Dynamic Analysis: Program Monitoring and Visualization

lecture #1 began here

Program execution monitoring is the collecting and analysis of program executions. It is the yang to go with the yin of dynamic analysis. They are often used synonymously. If there is a difference, it is that dynamic analysis is concerned with what execution information means, i.e. what should we look for, and program monitoring is concerned with how to collect information about a running program. A reasonable analogy might be drawn with declarative and imperative programming.

Categorizing Execution Monitoring and Visualization Systems

All monitoring systems generally have to address fundamental problems: volume, dimensionality, intrusion, and access. Volume refers to the high amount of information involved in a program execution. A monitor abstracts this and presents a tiny subset of total execution information, but if the subset is not chosen well the result may be of little or no value. Dimensionality refers to the many different kinds of information involved in a program execution: source code location, stack depth, heap activity, I/O, and so forth. Intrusion refers to the Heisenbergian problem that the act of monitoring changes the behavior being monitored. Access refers to the extent and method by which the monitor extracts state information (variables' values, pointer dereferences, and so on).

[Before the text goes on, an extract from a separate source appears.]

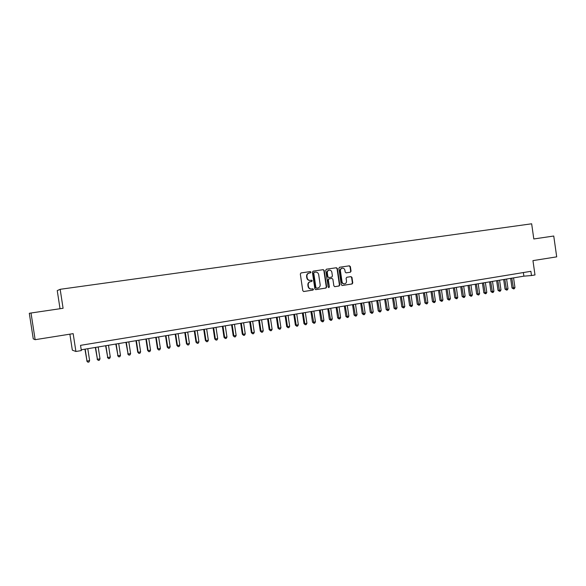 <?xml version="1.0" encoding="UTF-8"?>
<svg xmlns="http://www.w3.org/2000/svg" width="586" height="586" viewBox="0 0 586 586"><rect width="100%" height="100%" fill="white"/><g stroke="black" fill="none" stroke-linecap="round" stroke-linejoin="round"><path stroke-width="0.88" d="M310.961 272.138L310.258 271.582L301.05 272.937L300.318 273.992L302.794 290.722L303.797 291.513L312.997 290.077L313.503 289.338L312.807 288.781L311.62 288.971C309.913 289.052 308.851 288.202 308.412 286.437L308.207 285.045C308.104 283.25 308.866 282.13 310.477 281.668L311.737 281.478L312.228 280.738L311.532 280.181L310.346 280.364C308.646 280.438 307.577 279.588 307.137 277.815L306.932 276.424C306.83 274.658 307.569 273.537 309.159 273.069L310.477 272.871L310.961 272.138M310.206 280.379L310.009 280.408C308.302 280.482 307.24 279.632 306.8 277.859L306.595 276.475C306.493 274.702 307.232 273.589 308.822 273.12L310.133 272.922L310.624 272.19L309.921 271.633L300.999 272.944M303.614 291.52L312.66 290.107L313.158 289.367L312.616 288.81M311.32 289.001L311.276 289.001C309.576 289.081 308.514 288.239 308.075 286.466L307.87 285.082C307.767 283.294 308.522 282.166 310.133 281.712L311.4 281.514L311.891 280.782L311.298 280.218M350.355 272.219L351.051 271.186L350.377 266.608L349.41 265.817L339.558 267.267L338.855 268.307L341.272 284.73L342.246 285.507L352.083 283.976L352.772 282.935L351.966 277.405L350.999 276.621L346.78 277.266L346.099 278.299L346.502 281.053C346.59 282.54 345.967 283.463 344.649 283.829C343.264 283.91 342.392 283.214 342.034 281.741L340.444 270.937C340.356 269.479 340.957 268.564 342.246 268.183C343.66 268.08 344.546 268.776 344.92 270.271L345.183 272.065L346.15 272.856L350.355 272.219L350.677 271.237L350.003 266.659L349.036 265.876L339.514 267.275M35.145 339.69L33.255 338.847L29.3 313.298L31.014 313.005L35.145 339.69L73.162 333.646L75.909 351.483L81.344 350.575L80.538 345.344L530.879 271.318L531.48 275.537L534.996 274.951L532.952 260.624L556.7 256.851L553.748 236.026L533.809 238.963L531.656 223.793L60.168 289.308L57.245 290.597L60.036 308.734M31.014 313.005L63.083 308.28L60.168 289.308M324.219 270.468L323.238 269.67L313.129 271.157L312.404 272.212L314.858 288.839L315.854 289.63L325.955 288.056L326.666 287.001L324.219 270.468L322.886 269.721L313.078 271.164M326.424 269.201L336.408 267.736L337.382 268.52L339.799 284.957L339.104 285.997L334.848 286.664L333.866 285.88L332.877 279.2L331.903 278.416L329.061 278.841L328.35 279.888L329.376 286.862L328.885 287.594L328.189 287.045L325.713 270.249L326.424 269.201M69.873 334.174L72.334 350.157L75.909 351.483M81.227 349.798L523.877 276.16L531.48 275.537M523.364 272.549L523.877 276.16M315.671 289.638L325.596 288.092L326.307 287.037L323.875 270.52M314.264 272.314L313.759 273.047L315.913 287.638L316.608 288.195L317.883 287.997C319.502 287.543 320.264 286.422 320.161 284.628L318.689 274.673C318.264 272.908 317.202 272.058 315.51 272.131L313.898 272.365L313.759 273.047M316.543 288.195L315.568 287.675L313.415 273.098M314.243 272.314L315.51 272.131M326.38 269.208L336.408 267.736M334.665 286.671L338.737 286.034L339.433 284.994L337.023 268.578L336.042 267.787M331.903 278.416L328.687 278.892L327.992 279.932L329.376 286.862M328.665 287.587L329.024 286.898M331.859 272.263C331.486 270.761 330.585 270.058 329.149 270.161C327.845 270.549 327.237 271.472 327.325 272.937L327.889 276.768L328.871 277.559L331.735 277.127L332.423 276.087L331.859 272.263M328.966 270.19L328.797 270.212C327.493 270.6 326.885 271.523 326.973 272.988L327.325 272.937M328.871 277.559L327.537 276.819L326.973 272.988M346.048 272.864L350.377 272.219M342.041 268.212L341.88 268.234C340.591 268.615 339.99 269.531 340.078 270.988L340.444 270.937M344.385 283.858L344.282 283.866C342.891 283.946 342.019 283.25 341.667 281.785L340.078 270.988M342.063 285.514L351.71 284.012L352.398 282.972L351.585 277.449L350.758 276.658M84.926 349.183L87.006 361.064L89.621 360.61L87.79 348.707M85.175 349.146L87.006 361.064L87.907 362.207L86.735 360.947M89.621 360.61L88.955 362.023L87.907 362.207M95.32 347.454L97.415 359.277L100.001 358.83L98.184 346.978M95.599 347.41L97.415 359.277L98.301 360.412L97.115 359.159M100.001 358.83L99.334 360.236L98.301 360.412M105.619 345.74L107.729 357.504L110.293 357.064L108.491 345.264M105.919 345.689L107.729 357.504L108.6 358.639L107.399 357.401M110.293 357.064L109.626 358.464L108.6 358.639M115.823 344.048L117.954 355.746L120.496 355.314L118.702 343.564M116.153 343.989L117.954 355.746L118.804 356.881L117.596 355.651M120.496 355.314L119.822 356.706L118.804 356.881M125.939 342.363L128.085 354.01L130.605 353.578L128.817 341.88M126.298 342.305L128.085 354.01L128.92 355.138L127.704 353.915M130.605 353.578L129.931 354.97L128.92 355.138M135.967 340.693L137.717 352.193L138.128 352.289L140.625 351.856L138.853 340.217M136.348 340.627L138.128 352.289L138.948 353.417L137.717 352.193M140.625 351.856L139.944 353.241L138.948 353.417M145.899 339.038L147.643 350.494L148.082 350.575L150.551 350.15L148.793 338.562M146.317 338.972L148.082 350.575L148.888 351.703L147.643 350.494M150.551 350.15L149.877 351.534L148.888 351.703M155.751 337.404L157.488 348.802L157.942 348.882L160.396 348.465L158.645 336.921M156.191 337.331L157.942 348.882L158.733 350.003L157.488 348.802M160.396 348.465L159.714 349.835L158.733 350.003M165.516 335.778L167.237 347.132L167.728 347.205L170.16 346.787L168.416 335.295M165.977 335.697L167.728 347.205L168.497 348.326L167.237 347.132M170.16 346.787L169.471 348.157L168.497 348.326M175.199 334.166L176.906 345.469L177.419 345.542L179.829 345.125L178.1 333.683M175.683 334.086L177.419 345.542L178.181 346.656L176.906 345.469M179.829 345.125L179.14 346.487L178.181 346.656M184.795 332.57L186.495 343.828L187.029 343.894L189.417 343.484L187.696 332.086M185.308 332.489L187.029 343.894L187.776 345.007L186.495 343.828M189.417 343.484L188.729 344.839L187.776 345.007M194.31 330.987L196.002 342.195L196.559 342.253L198.925 341.85L197.211 330.504M194.845 330.9L196.559 342.253L197.292 343.367L196.002 342.195M198.925 341.85L198.236 343.206L197.292 343.367M203.738 329.42L205.422 340.576L206.001 340.634L208.352 340.232L206.653 328.936M204.302 329.325L206.001 340.634L206.719 341.741L205.422 340.576M208.352 340.232L207.656 341.579L206.719 341.741M213.092 327.867L214.762 338.979L215.37 339.03L217.692 338.627L216.007 327.376M213.67 327.764L215.37 339.03L216.073 340.129L214.762 338.979M217.692 338.627L217.003 339.968L216.073 340.129M222.365 326.321L224.028 337.39L224.65 337.433L226.958 337.038L225.28 325.838M222.966 326.219L224.65 337.433L225.339 338.532L224.028 337.39M226.958 337.038L226.262 338.378L225.339 338.532M231.558 324.791L233.213 335.807L233.858 335.851L236.143 335.463L234.473 324.307M232.181 324.688L233.858 335.851L234.532 336.95L233.213 335.807M236.143 335.463L235.447 336.796L234.532 336.95M240.678 323.274L242.318 334.247L242.985 334.284L245.256 333.895L243.593 322.791M241.322 323.164L242.985 334.284L243.651 335.382L242.318 334.247M245.256 333.895L244.56 335.229L243.651 335.382M249.717 321.773L251.35 332.702L252.039 332.731L254.287 332.343L252.632 321.282M250.383 321.663L252.039 332.731L252.691 333.822L251.35 332.702M254.287 332.343L253.584 333.668L252.691 333.822M258.675 320.278L260.301 331.163L261.012 331.193L263.246 330.812L261.598 319.795M259.364 320.168L261.012 331.193L261.649 332.284L260.301 331.163M263.246 330.812L262.543 332.13L261.649 332.284M267.568 318.799L269.179 329.64L269.912 329.662L272.124 329.281L270.49 318.315M268.278 318.681L269.912 329.662L270.542 330.753L269.179 329.64M272.124 329.281L271.421 330.599L270.542 330.753M276.38 317.334L277.991 328.123L278.738 328.145L280.936 327.772L279.31 316.85M277.112 317.209L278.738 328.145L279.354 329.229L277.991 328.123M280.936 327.772L280.233 329.083L279.354 329.229M285.126 315.876L286.722 326.629L287.492 326.644L289.674 326.27L288.056 315.393M285.873 315.751L287.492 326.644L288.092 327.728L286.722 326.629M289.674 326.27L288.964 327.574L288.092 327.728M293.798 314.44L295.388 325.142L296.179 325.157L298.333 324.783L296.728 313.95M294.568 314.308L296.179 325.157L296.765 326.234L295.388 325.142M298.333 324.783L297.629 326.087L296.765 326.234M302.398 313.005L303.98 323.67L304.786 323.677L306.925 323.311L305.328 312.521M303.182 312.873L304.786 323.677L305.365 324.754L303.98 323.67M306.925 323.311L306.214 324.607L305.365 324.754M310.924 311.591L312.499 322.205L313.327 322.212L315.451 321.846L313.862 311.1M311.737 311.452L313.891 323.282L312.499 322.205M315.451 321.846L314.741 323.135L313.891 323.282M319.385 310.177L320.952 320.754L321.795 320.754L323.904 320.396L322.322 309.694M320.212 310.045L322.351 321.831L320.952 320.754M323.904 320.396L323.194 321.685L322.351 321.831M327.779 308.785L329.332 319.319L330.196 319.319L332.291 318.96L330.716 308.295M328.621 308.646L330.738 320.381L329.332 319.319M332.291 318.96L331.573 320.242L330.738 320.381M336.108 307.401L337.653 317.89L338.532 317.883L340.605 317.531L339.038 306.91M336.965 307.254L339.06 318.952L337.653 317.89M340.605 317.531L339.887 318.806L339.06 318.952M344.363 306.024L345.901 316.477L346.802 316.462L348.853 316.11L347.3 305.533M345.242 305.877L347.315 317.524L345.901 316.477M348.853 316.11L348.143 317.385L347.315 317.524M352.552 304.661L354.083 315.07L354.999 315.056L357.042 314.704L355.49 304.171M353.453 304.515L355.504 316.118L354.083 315.07M357.042 314.704L356.325 315.979L355.504 316.118M360.683 303.314L362.207 313.678L363.137 313.664L365.159 313.312L363.62 302.823M361.591 303.16L363.635 314.719L362.207 313.678M365.159 313.312L364.441 314.579L363.635 314.719M368.74 301.966L370.257 312.294L371.209 312.279L373.216 311.928L371.685 301.482M369.671 301.812L371.692 313.327L370.257 312.294M373.216 311.928L372.491 313.195L371.692 313.327M376.739 300.64L378.248 310.924L379.215 310.902L381.208 310.558L379.684 300.149M377.684 300.479L379.691 311.95L378.248 310.924M381.208 310.558L380.482 311.818L379.691 311.95M384.68 299.314L386.174 309.562L387.156 309.54L389.133 309.196L387.617 298.831M385.639 299.16L387.624 310.587L386.174 309.562M389.133 309.196L388.408 310.448L387.624 310.587M392.554 298.01L394.041 308.214L395.037 308.185L397 307.848L395.491 297.52M393.528 297.842L395.491 309.232L394.041 308.214M397 307.848L396.275 309.093L395.491 309.232M400.363 296.706L401.842 306.874L402.86 306.844L404.801 306.507L403.3 296.216M401.359 296.545L403.3 307.884L401.842 306.874M404.801 306.507L404.076 307.753L403.3 307.884M408.112 295.417L409.592 305.548L410.618 305.511L412.544 305.181L411.057 294.926M409.123 295.249L411.05 306.551L409.592 305.548M412.544 305.181L411.826 306.419L411.05 306.551M415.804 294.143L417.276 304.229L418.316 304.193L420.228 303.863L418.748 293.652M416.829 293.967L418.741 305.225L417.276 304.229M420.228 303.863L419.503 305.094L418.741 305.225M423.436 292.868L424.901 302.918L425.956 302.881L427.853 302.552L426.381 292.377M424.476 292.7L426.366 303.914L424.901 302.918M427.853 302.552L427.128 303.782L426.366 303.914M431.01 291.608L432.461 301.622L433.53 301.578L435.42 301.255L433.948 291.117M432.065 291.432L433.94 302.61L432.461 301.622M435.42 301.255L434.695 302.479L433.94 302.61M438.526 290.356L439.969 300.332L441.053 300.288L442.928 299.966L441.463 289.872M439.595 290.18L441.456 301.314L439.969 300.332M442.928 299.966L442.203 301.189L441.456 301.314M445.983 289.118L447.426 299.058L448.517 299.007L450.378 298.684L448.927 288.627M447.067 288.942L448.905 300.032L447.426 299.058M450.378 298.684L449.652 299.9L448.905 300.032M453.388 287.887L454.817 297.783L455.93 297.732L457.769 297.417L456.326 287.396M454.48 287.704L456.304 298.757L454.817 297.783M457.769 297.417L457.043 298.633L456.304 298.757M460.735 286.664L462.156 296.523L463.277 296.472L465.108 296.157L463.673 286.173M461.841 286.481L463.651 297.49L462.156 296.523M465.108 296.157L464.383 297.366L463.651 297.49M468.024 285.455L469.437 295.278L470.573 295.219L472.389 294.905L470.961 284.964M469.144 285.265L470.939 296.238L469.437 295.278M472.389 294.905L471.664 296.113L470.939 296.238M475.261 284.247L476.667 294.033L477.817 293.974L479.619 293.667L478.191 283.763M476.389 284.064L478.169 294.992L476.667 294.033M479.619 293.667L478.887 294.868L478.169 294.992M482.439 283.053L483.838 292.802L485.003 292.744L486.79 292.436L485.376 282.569M483.582 282.862L485.347 293.754L483.838 292.802M486.79 292.436L486.065 293.63L485.347 293.754M489.566 281.866L490.958 291.586L492.137 291.52L493.91 291.213L492.504 281.383M490.724 281.676L492.474 292.531L490.958 291.586M493.91 291.213L493.178 292.407L492.474 292.531M496.642 280.694L498.027 290.37L499.213 290.304L500.979 289.997L499.572 280.203M497.814 280.496L499.543 291.308L498.027 290.37M500.979 289.997L500.246 291.191L499.543 291.308M503.667 279.522L505.044 289.169L506.245 289.096L507.996 288.795L506.597 279.039M504.846 279.324L506.56 290.099L505.044 289.169M507.996 288.795L507.264 289.982L506.56 290.099M510.633 278.365L512.01 287.975L513.219 287.894L514.955 287.601L513.563 277.874M511.827 278.167L513.526 288.905L512.01 287.975M514.955 287.601L514.222 288.781L513.526 288.905M339.433 284.994L339.799 284.957M341.667 281.785L342.034 281.741M351.585 277.449L351.966 277.405M352.398 282.972L352.772 282.935M349.036 265.876L349.41 265.817M350.003 266.659L350.377 266.608M350.677 271.237L351.051 271.186M341.88 268.234L342.246 268.183"/></g></svg>

  1. Information sources and access methods. Does the monitor rely on a programmer manually instrumenting the program? Is instrumentation inserted automatically by a preprocessor or compiler, or at link time, or at load time? At what semantic level and granularity is the information? This may range from machine-level access to very limited information, on up to source-level access to the full program state.
  2. Execution models. There are one-process, two-process, and thread models for the relationship between monitor and program under study. The one-process model is highest performance and usually the most intrusive model. The two-process model is potentially the least intrusive, but also potentially the slowest. The thread model offers a compromise between these two.
  3. User interaction. Is the monitor I/O textual or graphical? Does it report information continuously, in periodic batches, or once at the end? Does it allow the user to start/stop execution, to replay or slow things down, to access program state beyond what is reported, or to modify state to see what would happen if things were different?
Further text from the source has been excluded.